For those that thought they could wrangle a get out of jail card by not signing – and were too dangerous or in otherwise scored too high of a point we took them to another jail, adjoining our county – Hood River, Oregon just to the west of us or Klickitat County Washington which was across the Columbia River – but adjoining Wasco County.

That was an important fact. Oregon laws allowed a Sheriff to hold a pre-trial inmate in a jail of an adjoining county. We had several adjoining counties – Hood River County in Hood River; Clackamas County in Oregon City; Marion County in Salem; Lynn County in Albany; Jefferson County in Madras; Wheeler county (which didn't have a jail they housed some of their prisoners with us and other 'adjoining counties;) Sherman County, that also housed their prisoners with us: and across the river in Klickitat County in Goldendale.
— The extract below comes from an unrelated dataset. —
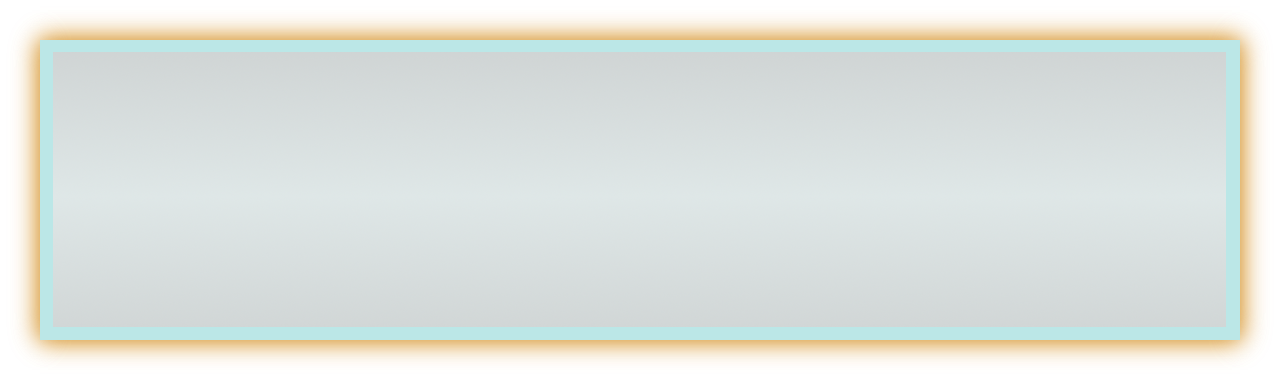
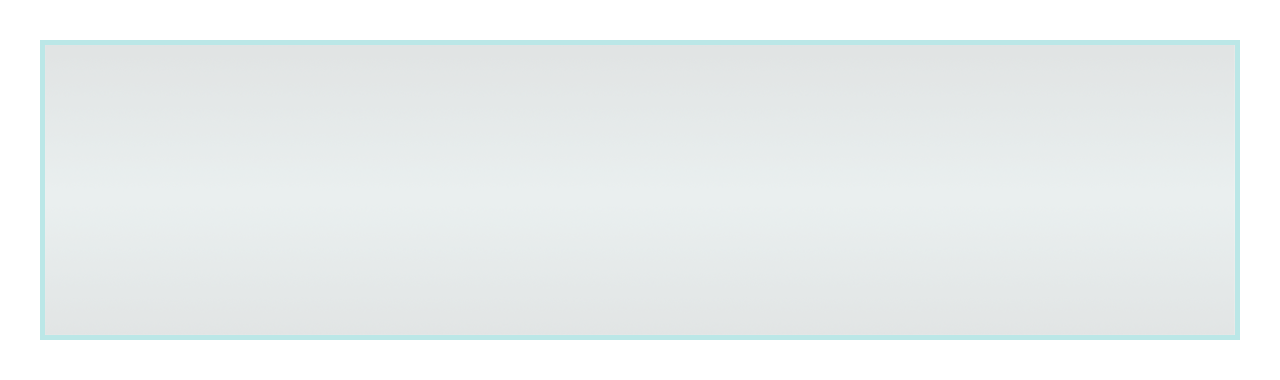
Layer changes from the first 1280×380 image to the second:
renamed "Drop Shadow 복사 #1" to "변형", opacity 46% → 100%, moved it above "레이어", painted on it over [left=10, top=10, right=1270, bottom=370]
removed layer "Drop Shadow 복사" (was 46%) over [left=10, top=10, right=1270, bottom=370]
removed layer "Drop Shadow" (was 46%) over [left=10, top=10, right=1270, bottom=370]
painted on "레이어" over [left=45, top=45, right=1235, bottom=335]

As and aside, just so I knew what counties were adjacent I looked at the Oregon map. Several years later I was at the State Fair, manning the county booth, talking with an established 'expert' about Oregon. I told him there were seven counties, in Oregon, that touched Wasco. He told me no, there were only six.

Later, after I left the booth, I walked over to the Oregon booth and he was there. I had him pull out a map of Oregon showing the counties. He had to admit I was right – the people manning the booth enjoyed the discourse, later they told me that no one had ever 'one upped him.'

While some of those couldn't have helped us and most were just too far away in both distance and driving time, (they might be adjoining counties, but to get to their county seats and therefore their jails would take several hours – it wasn't a straight line) we did have some options and once the word got out we had few who refused to sign the waiver. As I said we treated our inmates with respect and they were near their relatives.

We signed a long term contract for beds with Union County in LaGrande, Ore where we sent convicted misdemeanants. They were about 200 miles away and not adjoining, but didn't have to be when the inmate was convicted.

They had been sued by the same attorney and were in compliance, so we knew that our prisoners couldn't sue Union County.

I knew from the beginning that we needed a new facility and had started planning on how we could get a bond levy through the citizens of our county to build one shortly after taking Office.

While that first year, with the hundreds of extra hours dealing with the problems, including personnel, in the jail was a real challenge for me, it continued to be an issue and a burden I had to deal with my entire time in Office.

It required literally untold thousands of hours I would have preferred and needed to be doing something else.

I may write about some of what we went through before we were able to pass a bond levy for a regional jail, as I retired, at a later time.